*PROBLEM*: Return every line of the data below that includes the string "commit".

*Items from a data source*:
Content starts

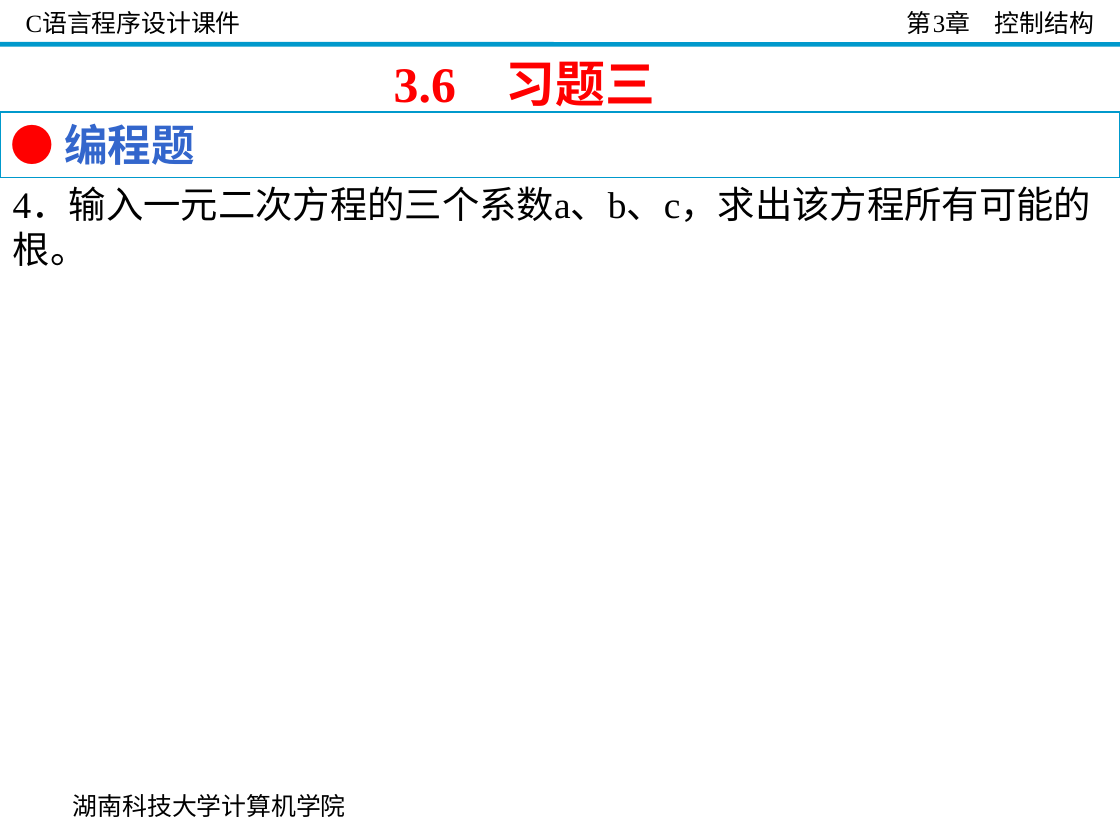
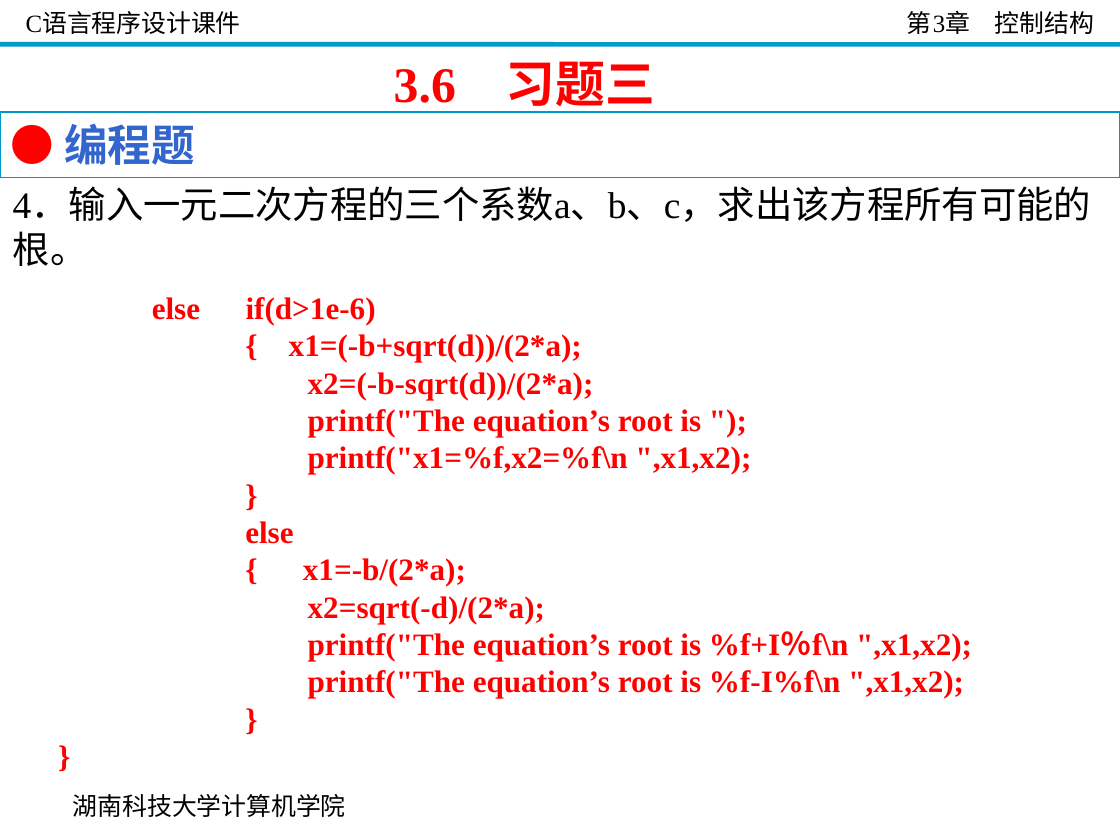
Before and after one commit to guoshengkang/guoshengkang.github.io, a slide deck: slide 82 of files/Slides_C_Programming/C语言程序设计__第3章.ppt. Drawn at 1120x840 pixels with LibreOffice and Linux fonts; fonts in the diff are those of the drawing; background and template pictures are left out. Boxes give left, top, right and bottom in pixels: in the first picture for what was removed or moved away, otherwise in the second. Text is boxed around its words. In the diff, an @@ line names an element or a change of style, - is before the commit and + after.

```diff
--- a/files/Slides_C_Programming/C语言程序设计__第3章.ppt
+++ b/files/Slides_C_Programming/C语言程序设计__第3章.ppt
@@ text added at bbox=[152, 297, 972, 698], 20 pt, text #FF0000, bold @@
+else if(d>1e-6)
+{ x1=(-b+sqrt(d))/(2*a);
+x2=(-b-sqrt(d))/(2*a);
+printf("The equation’s root is ");
+printf("x1=%f,x2=%f\n ",x1,x2);
+}
+else
+{ x1=-b/(2*a);
+x2=sqrt(-d)/(2*a);
+printf("The equation’s root is %f+I％f\n ",x1,x2);
+printf("The equation’s root is %f-I%f\n ",x1,x2);
+}
+}
```
Also in this commit, not shown: 55 other slides changed, 8 other files.

Content ends

*RESPONSE AREA*:
Before and after one commit to guoshengkang/guoshengkang.github.io, a slide deck: slide 82 of files/Slides_C_Programming/C语言程序设计__第3章.ppt. Drawn at 1120x840 pixels with LibreOffice and Linux fonts; fonts in the diff are those of the drawing; background and template pictures are left out. Boxes give left, top, right and bottom in pixels: in the first picture for what was removed or moved away, otherwise in the second. Text is boxed around its words. In the diff, an @@ line names an element or a change of style, - is before the commit and + after.
Also in this commit, not shown: 55 other slides changed, 8 other files.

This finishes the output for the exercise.